The impact of sea surface temperature variations in the tropical Pacific on global climate has long been recognized. For instance, the episodic warming of the tropical Pacific during El Niño events causes melt of sea ice in far-reaching parts of the Southern Ocean via its effect on the global atmospheric circulation. A new study, published this week in the journal Science Advances by an international team, demonstrates that the opposite pathway exists as well.
Using a hierarchy of climate model simulations, the authors demonstrate the physical pathways via which polar climate variations can affect the trade winds in the tropics.

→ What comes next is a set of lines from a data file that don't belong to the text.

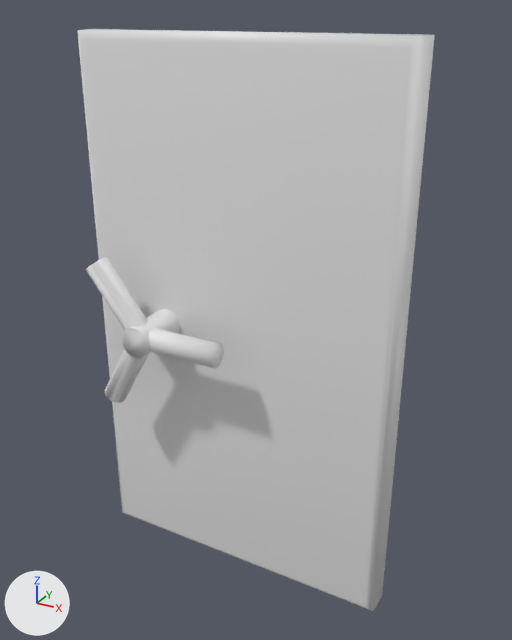
The FBX model VR escaper room/Assets/Tim/Models/Safe/Models/Safe_Door.fbx: old version first, new version second.
Both versions are drawn from a camera (50 mm lens) standing at (0.41, -0.731, 0.373) and looking at (0.026, -0.033, 0.024). The axes (+X, +Y, +Z) are drawn at lower left. The lights are the same throughout. Where no turn or scale is listed for an object, it has been applied to the vertices.

In view in the first picture: 'Safe_Door'.
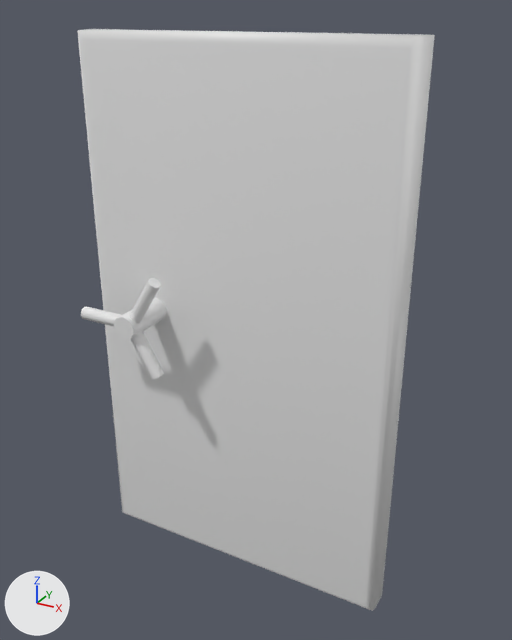
Commit message: safe door fix

Location of each change, (x1, y1, x2, y2) in pixels of the pictures (512 x 640 px; the box of a moved part takes in the faces that stretch with it):
part 1 of me_cube_002, deleted: before (104, 349, 149, 403)
part 2 of me_cube_002, moved or reshaped: before (86, 257, 224, 369); after (81, 278, 167, 380)

The change, as a diff of the scene's bpy script:
```diff
--- a/VR escaper room/Assets/Tim/Models/Safe/Models/Safe_Door.fbx.py
+++ b/VR escaper room/Assets/Tim/Models/Safe/Models/Safe_Door.fbx.py
@@ me_cube_002 @@
 # used by ob_safe_door; location = (0.0, 0.0, 0.0)
-me_cube_002.from_pydata(...)  # 160 vertices, 98 faces; spans x -0.207..0.207, y -0.118..0.0, z -0.35..0.35
+me_cube_002.from_pydata(...)  # 100 vertices, 78 faces; spans x -0.207..0.207, y -0.119..0.0, z -0.35..0.35
+# me_cube_002 part 1: the loose piece of 32 vertices spanning x -0.163..-0.089, y -0.114..-0.084, z -0.102..-0.004 is deleted
+# me_cube_002 part 2
+# 92 vertices are removed from x -0.173..0.01, y -0.118..-0.023, z -0.02..0.095
+# 51 faces are deleted
+# 4 vertices move from x -0.114..-0.085, y -0.089..-0.023, z -0.011..0.018 to x -0.119..-0.079, y -0.119..-0.099, z -0.049..0.028
+# 38 vertices are added at x -0.183..-0.063, y -0.119..-0.096, z -0.05..0.079
+# 7 new vertices lie (0.064, 0.0, 0.0) away from vertices in x -0.183, y -0.113..-0.096, z 0.009..0.026
+# 8 new vertices lie (0.0, 0.073, 0.0) away from vertices in x -0.125..-0.095, y -0.119..-0.023, z 0.002..0.033
+# 6 new vertices lie (0.032, 0.0, -0.055) away from vertices in x -0.111..-0.098, y -0.113..-0.096, z 0.006..0.013
+# 5 new vertices lie (0.034, 0.0, 0.054) away from vertices in x -0.111..-0.104, y -0.113..-0.096, z 0.025..0.029
+# 48 new faces join them
```
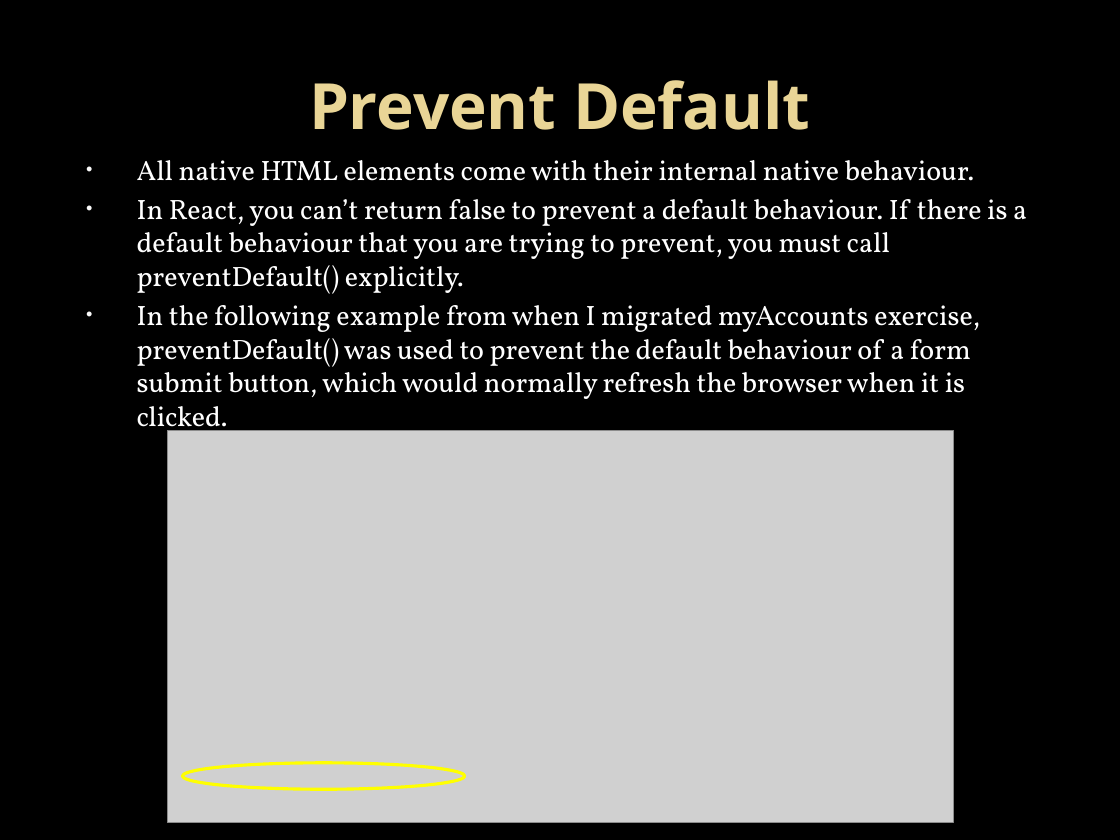
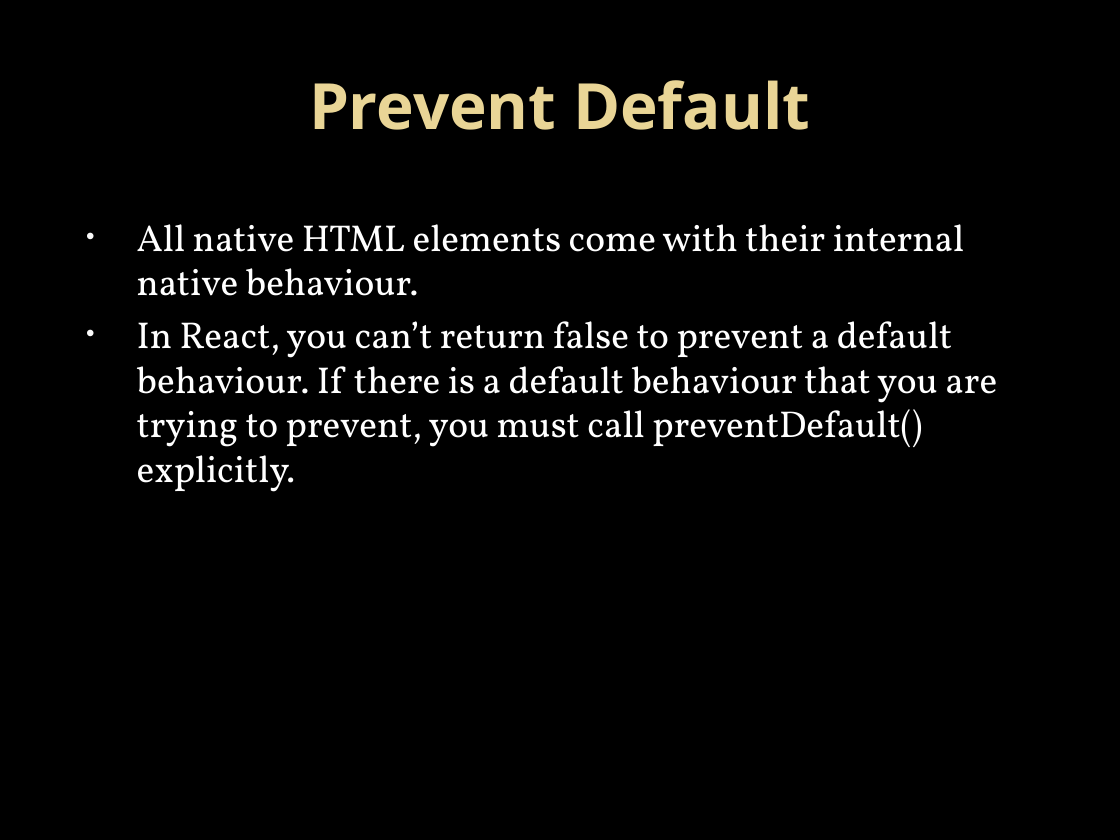
Before and after one commit to nhopfe/cohort3, a slide deck: slide 4 of Handling Events in React.pptx (slide 6 before the commit). Drawn at 1120x840 pixels with LibreOffice and Linux fonts; fonts in the diff are those of the drawing; grey boxes stand for pictures; background and template pictures are left out. Boxes give left, top, right and bottom in pixels: in the first picture for what was removed or moved away, otherwise in the second. Text is boxed around its words. In the diff, an @@ line names an element or a change of style, - is before the commit and + after.

```diff
--- a/Handling Events in React.pptx
+++ b/Handling Events in React.pptx
@@ text "All native HTML elements come ..." moved from (x1=137, y1=160, x2=1027, y2=439) to (x1=137, y1=224, x2=997, y2=492) @@
@@ text "All native HTML elements come ..." at (x1=137, y1=224, x2=997, y2=492): size 18 to 24 pt; more space between paragraphs @@
@@ text at (x1=137, y1=305, x2=980, y2=439): paragraph removed @@
-• In the following example from when I migrated myAccounts exercise, preventDefault() was used to prevent the default behaviour of a form submit button, which would normally refresh the browser when it is clicked.
@@ picture removed at (x1=167, y1=430, x2=953, y2=822) @@
@@ ellipse removed at (x1=183, y1=763, x2=465, y2=790) @@
```
Also in this commit, not shown: 6 other slides changed, 4 slides added, 3 slides removed.

“Climate signals can propagate from the polar regions to the tropics either via the atmosphere or the ocean,” explained Malte Stuecker, co-author and assistant professor in the Department of Oceanography and International Pacific Research Center at the University of Hawaii at Manoa. “Our climate model simulations were designed to investigate the relative role of these pathways and whether their importance differs for perturbations originating from the North pole or the South pole.”

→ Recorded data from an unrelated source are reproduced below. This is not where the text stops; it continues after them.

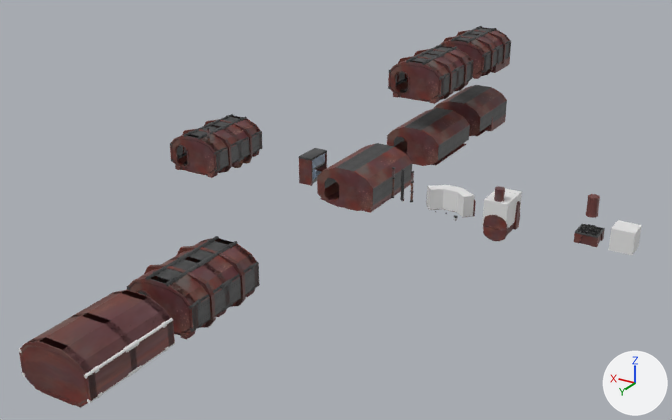
One commit to the Blender file Blender/podzemi.blend: the scene before it, then after it.
Camera for both pictures: a 50 mm camera at (-40.8, 73.6, 34.1) aimed at (0.7, 4.4, -0.5). Every picture has the same lights, and +X, +Y and +Z are marked at lower right. The picture after the commit comes second.
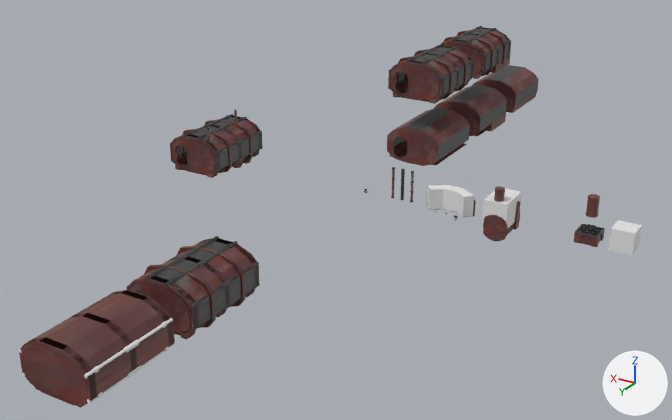
The change, as a list of edits to the scene's bpy script:
```text
Remove ob_cube_010:
    ob_cube_010 = bpy.data.objects.new('Cube.010', me_cube_001)
    ob_cube_010.location = (6.0, 0.0, 0.0)
Change ob_cube_016:
    ob_cube_016.location: (0.0, 0.0, 0.0) -> (0.0, -36.0, 0.0)
```

Location of each change, (x1, y1, x2, y2) in pixels of the pictures (672 x 420 px):
'Cube.016', moved
    before: (317, 143, 412, 213)
    after: (472, 65, 538, 113)
'Cube.010', deleted
    before: (298, 148, 327, 186)
    faces in mat_material_013 (picture img_wall_png_001): (299, 153, 327, 186)
    faces in mat_material_007 (picture img_metal_png_001): (298, 148, 327, 172)
    faces in mat_material_008 (picture img_latka_png_001): (312, 153, 326, 180)
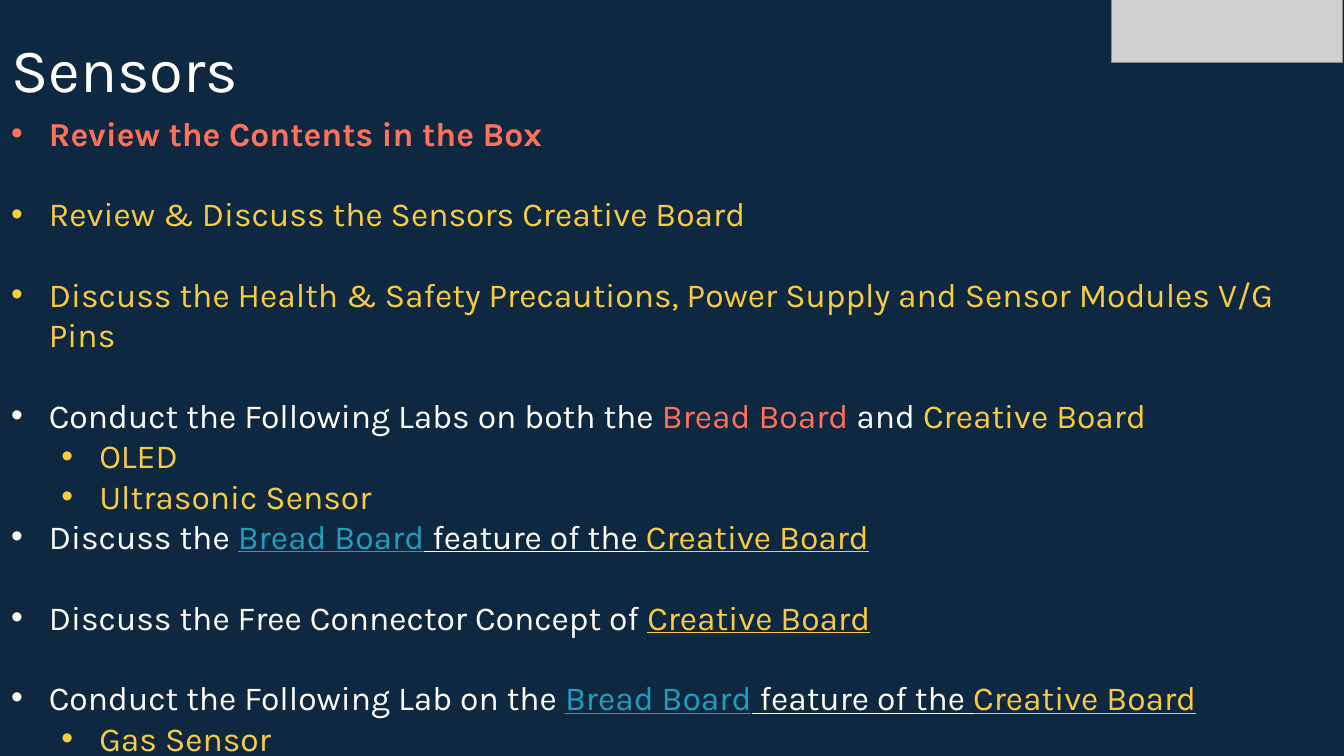
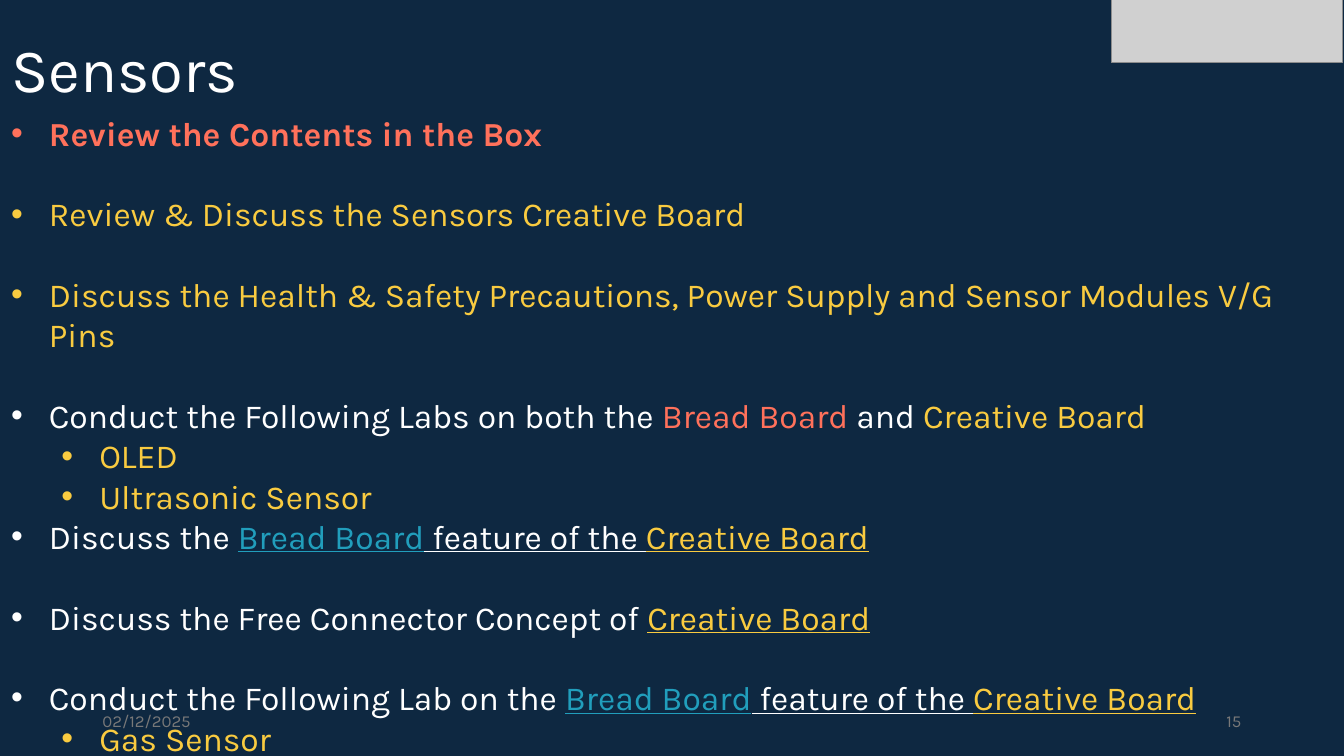
Before and after one commit to info-zas/Training, a slide deck: slide 15 of GPREC/GPRC_TrainingSchedule_V2.pptx (slide 13 before the commit). Drawn at 1344x756 pixels with LibreOffice and Linux fonts; fonts in the diff are those of the drawing; grey boxes stand for pictures. Boxes give left, top, right and bottom in pixels: in the first picture for what was removed or moved away, otherwise in the second. Text is boxed around its words. In the diff, an @@ line names an element or a change of style, - is before the commit and + after.

```diff
--- a/GPREC/GPRC_TrainingSchedule_V2.pptx
+++ b/GPREC/GPRC_TrainingSchedule_V2.pptx
@@ text added at [102, 715, 190, 732], 12 pt, text #797979 @@
+02/12/2025
@@ page number added at [1226, 716, 1241, 727], 12 pt, text #797979 @@
+15
```
Also in this commit, not shown: 23 other slides changed, 2 slides added, 1 other file.

The authors found that in the most complex model simulations, which include realistic representations of the ocean, atmosphere, land, and sea ice, an anomalous cooling in either hemisphere leads to a strengthening of the tropical trade winds.

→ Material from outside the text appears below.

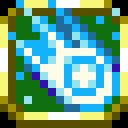
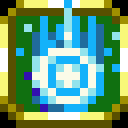
Layers edited between the first and the second 128 × 128 image:
painted on "Layer 2" over [8, 0, 120, 112]

Lead author Sarah Kang from the Ulsan National Institute of Science and Technology in South Korea explained the reasoning behind these experiments: “One of the largest sources of uncertainty in the current generation of climate models are biases in the representation of clouds over the cold Southern Ocean. We wanted to explore what effect too much reflection of solar radiation by these clouds to outer space might have on global climate. In addition, large emissions of aerosols in the late 20th century due to industrial activity in the Northern Hemisphere from North America, Europe, and Asia resulted in a slight, temporary reduction of the global warming rate that is due to increasing greenhouse gas emissions.”
According to the authors’ results, both of these effects could potentially explain why the Pacific trade winds were anomalously strong in recent decades.
“If the communication between the poles and the tropics would only occur via the atmosphere, we would see quite a distinct response in the tropics depending on whether an anomalous cooling arises from the Arctic or the Antarctic,” Stuecker added. “This is because the Intertropical Convergence Zone — the largest rainband on Earth — is located to the north of the equator. It effectively blocks a communication from the Arctic to the equator via the atmosphere.”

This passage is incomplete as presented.